Both Todd and Julie filed requests to appeal their cases in April 2024; Todd's request was denied in July 2024, and while Julie's appeal was granted due to insufficient evidence, the judge overseeing the case still upheld the original sentencing in December 2024.
Tarantino, 62, was sentenced to three years in prison and spent 18 months in custody before being released in November 2024.
He did not receive a pardon from Trump and, in response, told the Atlanta Journal-Constitution: 'I think that the prosecution was overly aggressive in charging me. When there are high-profile people involved, there's a certain motivation by the prosecution to make as big a splash as possible.'
The couple's attorney, Alex Little, said in an interview with NBC News that he did not know why the president chose to pardon his clients, but that he had supplied Trump's pardon czar, Alice Johnson, with a binder of court documents and testimonials.

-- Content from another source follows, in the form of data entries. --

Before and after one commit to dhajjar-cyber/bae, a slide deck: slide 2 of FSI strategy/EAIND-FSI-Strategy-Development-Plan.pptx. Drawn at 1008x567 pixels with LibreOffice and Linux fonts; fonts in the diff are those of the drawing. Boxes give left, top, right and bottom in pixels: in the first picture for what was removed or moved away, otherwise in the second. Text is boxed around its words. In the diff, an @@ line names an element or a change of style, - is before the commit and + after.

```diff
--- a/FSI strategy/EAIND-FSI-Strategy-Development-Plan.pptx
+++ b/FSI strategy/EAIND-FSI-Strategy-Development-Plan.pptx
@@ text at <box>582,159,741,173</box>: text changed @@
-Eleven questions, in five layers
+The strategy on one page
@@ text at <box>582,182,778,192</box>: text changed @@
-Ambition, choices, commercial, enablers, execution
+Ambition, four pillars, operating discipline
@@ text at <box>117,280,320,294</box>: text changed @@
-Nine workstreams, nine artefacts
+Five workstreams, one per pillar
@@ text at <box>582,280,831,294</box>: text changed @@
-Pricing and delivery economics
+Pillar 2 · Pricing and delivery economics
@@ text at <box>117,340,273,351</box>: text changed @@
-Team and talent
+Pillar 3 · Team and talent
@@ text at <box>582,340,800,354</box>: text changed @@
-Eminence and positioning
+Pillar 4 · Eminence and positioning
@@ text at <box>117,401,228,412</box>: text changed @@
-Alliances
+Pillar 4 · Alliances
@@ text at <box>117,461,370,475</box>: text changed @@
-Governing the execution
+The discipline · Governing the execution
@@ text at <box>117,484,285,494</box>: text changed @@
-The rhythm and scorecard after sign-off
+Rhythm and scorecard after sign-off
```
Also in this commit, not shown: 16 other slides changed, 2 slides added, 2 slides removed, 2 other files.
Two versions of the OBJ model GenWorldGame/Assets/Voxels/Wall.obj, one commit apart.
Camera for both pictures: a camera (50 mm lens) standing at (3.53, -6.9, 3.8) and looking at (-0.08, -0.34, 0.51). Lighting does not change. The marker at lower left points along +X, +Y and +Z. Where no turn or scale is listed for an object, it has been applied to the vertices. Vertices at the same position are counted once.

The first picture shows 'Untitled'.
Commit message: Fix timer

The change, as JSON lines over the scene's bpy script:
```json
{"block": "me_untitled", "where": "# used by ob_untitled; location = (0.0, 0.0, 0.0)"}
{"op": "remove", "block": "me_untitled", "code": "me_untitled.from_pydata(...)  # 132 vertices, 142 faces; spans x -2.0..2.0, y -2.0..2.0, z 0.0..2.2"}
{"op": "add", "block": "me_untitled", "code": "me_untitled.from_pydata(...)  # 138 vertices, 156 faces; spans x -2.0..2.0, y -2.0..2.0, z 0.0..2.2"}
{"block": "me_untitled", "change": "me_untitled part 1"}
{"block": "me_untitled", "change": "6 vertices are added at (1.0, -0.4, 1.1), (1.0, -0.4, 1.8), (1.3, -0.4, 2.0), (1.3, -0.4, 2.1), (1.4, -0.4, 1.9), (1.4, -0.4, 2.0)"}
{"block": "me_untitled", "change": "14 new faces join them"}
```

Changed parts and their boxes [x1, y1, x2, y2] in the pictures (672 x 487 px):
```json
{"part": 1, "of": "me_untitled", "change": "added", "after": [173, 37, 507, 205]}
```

In an interview with Fox News on Thursday, Johnson said she found the couple had been 'overly sentenced.'
'They both received a combined sentence of 19 years for a first-time nonviolent offense,' Johnson said. 'They don't pose a risk to society.'
NBC also reported that Little said the Chrisleys did not attempt to seek pardons from former President Joe Biden. Instead, their daughter, Savannah, who endorsed Trump's candidacy in a speech at the Republican National Convention last July, started advocating for a presidential pardon when she met with some members of the Trump family before his inauguration.
'President Trump feels very focused on the issue of criminal justice because he has been a focus of investigations that were directed at him," Little said. "And he's treated it differently because of that.'
White House communications adviser Margo Martin posted a video on X Monday showing Trump on the phone with Savannah. In it, he's heard saying, 'I don't know them, but send them my regards.'
'They were given a pretty harsh treatment based on what I'm hearing,' Trump continued. 'I hear they're terrific people. This should not have happened.'
The Chrisleys were indicted under the authority of the then U.S. Attorney for the Northern District of Georgia Byung J. Pak, who was appointed by Trump in 2017.
Following her father's release on Wednesday, Savannah told reporters outside of the federal prison in Pensacola, Fla., that the family has a new show that will be premiering later this year on Lifetime.
'It will document all of these things,' Savannah said. 'We're excited. We literally could not have done it. It's all God and President Trump at this point.'
Deadline reported last week that Lifetime had ordered the still-untitled series after Todd and Julie were sentenced in 2022. The show is set to premiere sometime later this year and will follow the Chrisley children in the aftermath of their parents' prison sentences.